Govt partners with World Bank to restore wetlands

SOROTI– The Ministry of Water and Environment with support from the World Bank has started a two-year project codenamed “Integrated Water Management and Development Project”, aimed at restoring wetlands in Sezibwa River and Akweng River catchment areas in Kyoga Water Management Zone.

River Sezibwa, which is approximately 175 km long, is located in the southern central part of Uganda covering the districts of Buikwe, Kayunga, and Mukono.

While Akweng covers the eight districts of Serere, Kalaki, Kaberamaido, Amuria, Kapelebyong Alebtong, Dokolo, and Soroti.

The two water catchment areas are said to have lost more than 70 percent of the wetlands due to human activities such as farming.

While addressing the stakeholders in a meeting on Thursday at Soroti City during the inception workshop, Eng. Maximo B. Twinomuhangi, the team leader Kyoga Water Management Zone said US$7.75 million [about Shs 29 billion] would be spent on the project.

The project officials met with district leaders, media, and civil society in Teso Sub-region to agree on the modalities of implementing the project in the region.

The project, according to Eng. Twinomuhangi, aims at increasing the resilience of the surrounding communities to the risk of floods and landslides by promoting catchment-based integrated, equitable, and sustainable management of water and related resources.

“All these areas that we are targeting are prone to floods.
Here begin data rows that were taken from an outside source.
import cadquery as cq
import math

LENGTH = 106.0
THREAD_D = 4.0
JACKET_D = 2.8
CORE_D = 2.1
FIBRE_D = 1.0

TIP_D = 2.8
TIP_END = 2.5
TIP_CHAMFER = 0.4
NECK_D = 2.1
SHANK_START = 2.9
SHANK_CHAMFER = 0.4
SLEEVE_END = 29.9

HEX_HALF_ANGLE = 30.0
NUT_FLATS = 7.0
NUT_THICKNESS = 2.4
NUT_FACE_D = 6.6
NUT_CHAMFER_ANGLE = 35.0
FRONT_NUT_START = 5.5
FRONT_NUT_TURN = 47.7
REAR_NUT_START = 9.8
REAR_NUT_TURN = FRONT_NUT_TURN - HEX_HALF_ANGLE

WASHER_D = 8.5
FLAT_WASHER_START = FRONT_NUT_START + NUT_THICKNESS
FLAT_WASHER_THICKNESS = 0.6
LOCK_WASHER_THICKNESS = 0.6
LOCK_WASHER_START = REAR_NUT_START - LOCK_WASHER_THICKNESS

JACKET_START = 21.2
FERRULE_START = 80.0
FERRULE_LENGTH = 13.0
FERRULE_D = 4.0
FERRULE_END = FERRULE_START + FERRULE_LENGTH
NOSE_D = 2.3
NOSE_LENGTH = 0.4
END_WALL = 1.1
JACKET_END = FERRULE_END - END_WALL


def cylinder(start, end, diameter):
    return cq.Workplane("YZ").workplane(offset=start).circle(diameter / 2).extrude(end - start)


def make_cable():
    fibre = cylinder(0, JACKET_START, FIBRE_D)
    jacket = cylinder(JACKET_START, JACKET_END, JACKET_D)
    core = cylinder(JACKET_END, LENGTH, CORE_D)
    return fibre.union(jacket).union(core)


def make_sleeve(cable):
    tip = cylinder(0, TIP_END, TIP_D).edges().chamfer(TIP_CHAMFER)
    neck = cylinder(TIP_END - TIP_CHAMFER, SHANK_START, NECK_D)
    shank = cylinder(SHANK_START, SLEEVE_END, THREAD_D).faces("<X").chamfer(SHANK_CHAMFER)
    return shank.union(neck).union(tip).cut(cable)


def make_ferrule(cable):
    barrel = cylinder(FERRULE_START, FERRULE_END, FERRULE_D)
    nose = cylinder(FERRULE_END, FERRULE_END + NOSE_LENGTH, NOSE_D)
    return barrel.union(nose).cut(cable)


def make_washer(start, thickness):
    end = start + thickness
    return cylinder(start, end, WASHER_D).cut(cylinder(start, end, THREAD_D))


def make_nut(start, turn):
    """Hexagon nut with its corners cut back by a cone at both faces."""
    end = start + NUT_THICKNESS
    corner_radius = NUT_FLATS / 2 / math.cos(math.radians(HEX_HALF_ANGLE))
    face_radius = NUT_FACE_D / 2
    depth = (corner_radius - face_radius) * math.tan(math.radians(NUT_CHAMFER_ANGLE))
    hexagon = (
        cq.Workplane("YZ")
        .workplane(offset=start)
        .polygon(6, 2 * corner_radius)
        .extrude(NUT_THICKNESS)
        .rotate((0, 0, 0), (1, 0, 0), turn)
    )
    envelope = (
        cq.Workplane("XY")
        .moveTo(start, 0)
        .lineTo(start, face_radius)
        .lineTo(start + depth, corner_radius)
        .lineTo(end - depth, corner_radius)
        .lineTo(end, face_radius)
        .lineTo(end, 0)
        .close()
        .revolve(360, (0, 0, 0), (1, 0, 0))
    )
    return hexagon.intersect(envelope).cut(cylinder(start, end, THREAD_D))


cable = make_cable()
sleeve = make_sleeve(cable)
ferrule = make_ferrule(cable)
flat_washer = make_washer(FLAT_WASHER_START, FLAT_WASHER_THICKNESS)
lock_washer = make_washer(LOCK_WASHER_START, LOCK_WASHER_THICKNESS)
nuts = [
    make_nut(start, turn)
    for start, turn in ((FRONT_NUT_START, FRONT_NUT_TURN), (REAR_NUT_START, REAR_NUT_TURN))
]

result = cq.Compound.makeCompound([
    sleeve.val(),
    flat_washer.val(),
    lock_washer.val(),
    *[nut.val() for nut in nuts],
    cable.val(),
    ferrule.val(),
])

People have depleted wetlands and the effects are visible,” Twinomuhangi said.

He explained that locals in the area are at a high risk of losing all the water resources as well as facing desertification if people continue to encroach on the swamps.
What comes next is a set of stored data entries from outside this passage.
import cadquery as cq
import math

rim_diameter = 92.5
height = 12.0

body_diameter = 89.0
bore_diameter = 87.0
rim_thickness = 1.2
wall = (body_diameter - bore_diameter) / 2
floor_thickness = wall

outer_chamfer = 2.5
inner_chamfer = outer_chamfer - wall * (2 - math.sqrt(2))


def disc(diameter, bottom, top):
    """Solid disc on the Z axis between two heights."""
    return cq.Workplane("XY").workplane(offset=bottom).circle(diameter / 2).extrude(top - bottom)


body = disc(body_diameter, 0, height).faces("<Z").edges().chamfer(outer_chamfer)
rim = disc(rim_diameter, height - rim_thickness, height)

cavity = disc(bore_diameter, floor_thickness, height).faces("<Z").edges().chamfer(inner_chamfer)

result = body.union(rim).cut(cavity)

However, district leaders and other stakeholders in attendance expressed concern that the project has an up-bottom approach, which may affect the implementation of its activities.

Stephen Olebe, the Soroti district speaker, said while ministries come up with well-written projects, they end up not being implemented well because they lack local content.

He said locals should be involved in all the processes.

“We want a project that shall have impact, many projects the ministries bring to us are designed and executed from the centre, therefore, lacking local content, the reason they at times fail,” Olebe said.

Dan Akutu, who works with Soroti Catholic Diocese Integrated Development Organization [SOCADIDO], a development arm of the Soroti Catholic Diocese, emphasized the need for different ministries to get the local people fully involved in the initial stages of project planning if they are to support it for positive results.

There is need to engage local people because they are the ones affected by climate change in the end,” Akudo said.

Stephen Ochola, the LCV chairperson Serere district who also doubles as the chairperson of LCV chairpersons Association in Teso Sub-region, one of the areas facing a severe food shortage, appealed to the government to curb environment degradation.

He said that without government intervention on environmental issues, individuals will keep degrading wetlands leading to drought, food shortage, and other adverse effects.

He blamed government which he said wields a lot of power under the National Environment Management Act but has failed to exercise it.
The Act under section 36 states: “No person shall reclaim or drain any wetland, erect, construct, place, alter, extend, remove or demolish any structure that is fixed in, on, under or over any wetland.

It also states: “No person is allowed to disturb any wetland by drilling or tunneling in a manner that has or is likely to have an adverse effect on the wetland; deposit in, on or under any wetland any substance in a manner that has or is likely to have an adverse effect on the wetland.”

Ochola was perturbed that despite having laws in place to protect the wetlands, this has not been realised.

However, Dr. Callis Tindimugaya, the Commissioner water Resources, Planning and Regulation in the Water and Environment Ministry who represented the Permanent Secretary, blamed the lack of enforcement on insufficient funding to the agencies mandated to do the work.

He added that political interference also contributed to the current state of environmental degradation in the country.

Dr. Tindimugaya further asked the leaders in the water catchment areas to embrace any project that comes to address climate change because it is negatively affecting their livelihood.